The best way to deal with this is use the slop facility to handle it by nesting span_near queries accordingly. This way, the search can keep matching the exact phrase parts in the right sequence, but possibly split by an unknown token.

“the casbah * a hurricane” becomes:

{
  "query": {
  "span_near": {
    "clauses": [
      {
        "span_near": {
          "clauses": [
            {"span_term": {"my_field": "the"}},
            {"span_term": {"my_field": "casbah"}}
          ],
          "in_order": true,
          "slop": 0
        }
      },
      {
        "span_near": {
          "clauses": [
            {"span_term": {"my_field": "a"}},
            {"span_term": {"my_field": "hurricane"}}
          ],
          "in_order": true,
          "slop": 0
        }
      }
    ],
    "in_order": true,
    "slop": 1
  }
  }
}

Multiple sequential * tokens translate to a higher slop value, so “the * * a hurricane” becomes:

{
  "query": {
  "span_near": {
    "clauses": [
      {"span_term": {"my_field": "the"}},
      {
        "span_near": {
          "clauses": [
            {"span_term": {"my_field": "a"}},
            {"span_term": {"my_field": "hurricane"}}
          ],
          "in_order": true,
          "slop": 0
        }
      }
    ],
    "in_order": true,
    "slop": 2
  }
  }
}

Note that this slop is a maximum distance.
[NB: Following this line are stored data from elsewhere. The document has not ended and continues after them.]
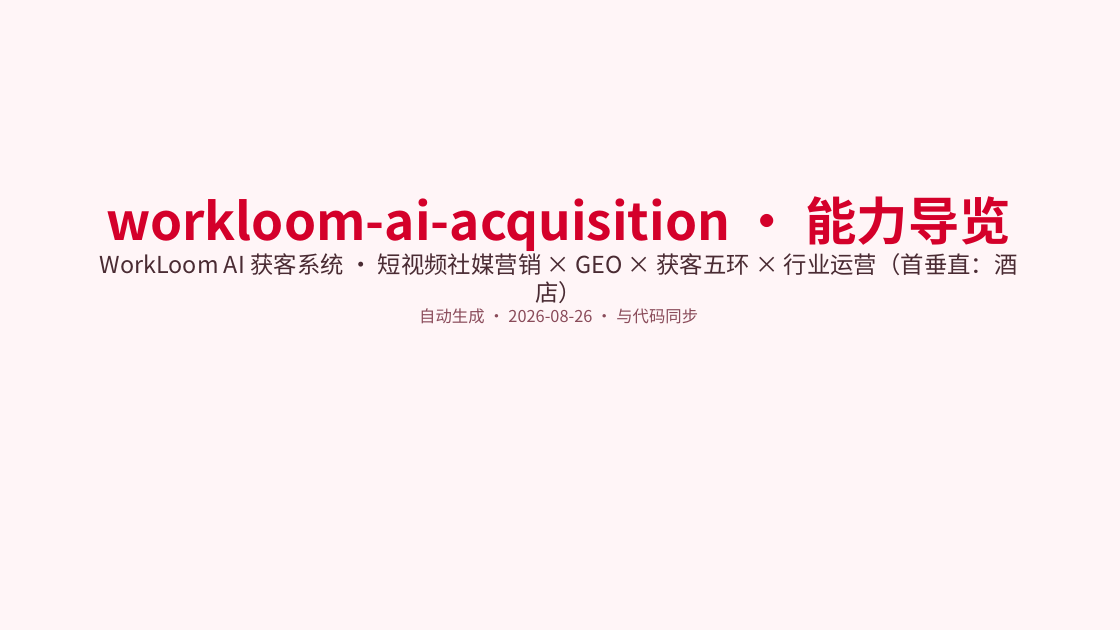
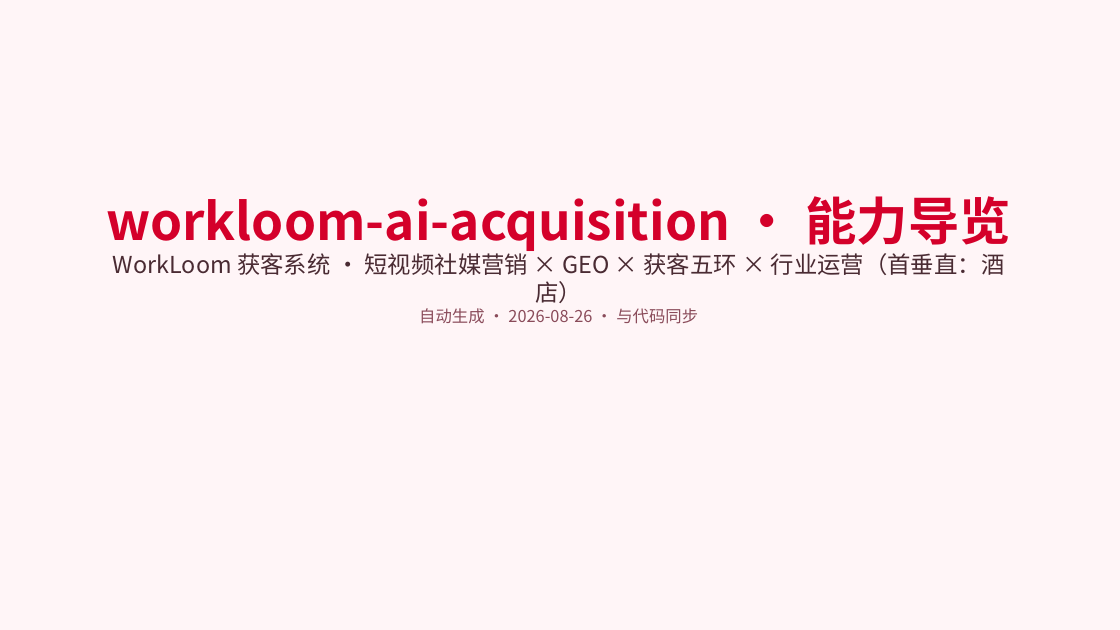
Before and after one commit to geniusdapeng-collab/workloom, a slide deck: slide 1 of docs/capability-tour.pptx. Drawn at 1120x630 pixels with LibreOffice and Linux fonts; fonts in the diff are those of the drawing. Boxes give left, top, right and bottom in pixels: in the first picture for what was removed or moved away, otherwise in the second. Text is boxed around its words. In the diff, an @@ line names an element or a change of style, - is before the commit and + after.

Commit message:
docs(naming): 统一命名为「WorkLoom 获客系统」
确认口径：本仓即原「WorkLoom GEO项目」的演进定名——GEO 融合改造 + 酒店资产迁移 + 获客改造后
的统一系统，涵盖 AI 视频制作（ai-video/video-studio）、短视频社媒营销（social-listening/
publish-rpa）、GEO 双域（geo-growth）、转化落地（hotel 获客五环 + C 端服务前台）。
GEO 保留为能力域名（bundles/geo-growth），不再作为项目名。历史文档（CHANGELOG/plan/review）
保留当时命名不作回改。

```diff
--- a/docs/capability-tour.pptx
+++ b/docs/capability-tour.pptx
@@ text at [113,250,1005,303]: text changed @@
-WorkLoom AI 获客系统 · 短视频社媒营销 × GEO × 获客五环 × 行业运营（首垂直：酒店）
+WorkLoom 获客系统 · 短视频社媒营销 × GEO × 获客五环 × 行业运营（首垂直：酒店）
```
Also in this commit, not shown: 1 other slide changed, 5 other files.

If the users are expecting a * to mean that an unknown token definitely exists between the two parts of the query, then some other technique will be needed. The above query would match “the casbah like a hurricane”, or just “the a hurricane”.

Multiple * tokens separated by other tokens needs to be translated into further nested span_near queries.

Once upon a *, I drove my * * the station

{
  "query": {
  "span_near": {
    "clauses": [
      {
        "span_near": {
          "in_order": true,
          "slop": 1,
          "clauses": [
            {
              "span_near": {
                "in_order": true,
                "slop": 0,
                "clauses": [
                  {"span_term": {"my_field": "Once"}},
                  {"span_term": {"my_field": "upon"}},
                  {"span_term": {"my_field": "a"}}
                ]
              }
            },
            {
              "span_near": {
                "in_order": true,
                "slop": 2,
                "clauses": [
                  {
                    "span_near": {
                      "in_order": true,
                      "slop": 0,
                      "clauses": [
                        {"span_term": {"my_field": "I"}},
                        {"span_term": {"my_field": "drove"}},
                        {"span_term": {"my_field": "my"}}
                      ]
                    }
                  },
                  {
                    "span_near": {
                      "in_order": true,
                      "slop": 0,
                      "clauses": [
                        {"span_term": {"my_field": "the"}},
                        {"span_term": {"my_field": "station"}}
                      ]
                    }
                  }
                ]
              }
            }
          ]
        }
      }
    ]
  }
  }
}

If all groups of stars are the same length, the queries do not have to be deeply nested like this.

Another thing to be aware of is that span_term behaves in a similar way to term in that it does not analyse the query term. This means that appropriate normalisation has to be done (e.g. lowercase, strip punctuation) before putting it in the query.

I think that covers all the possible ways a wildcard might be wanted in a phrase search.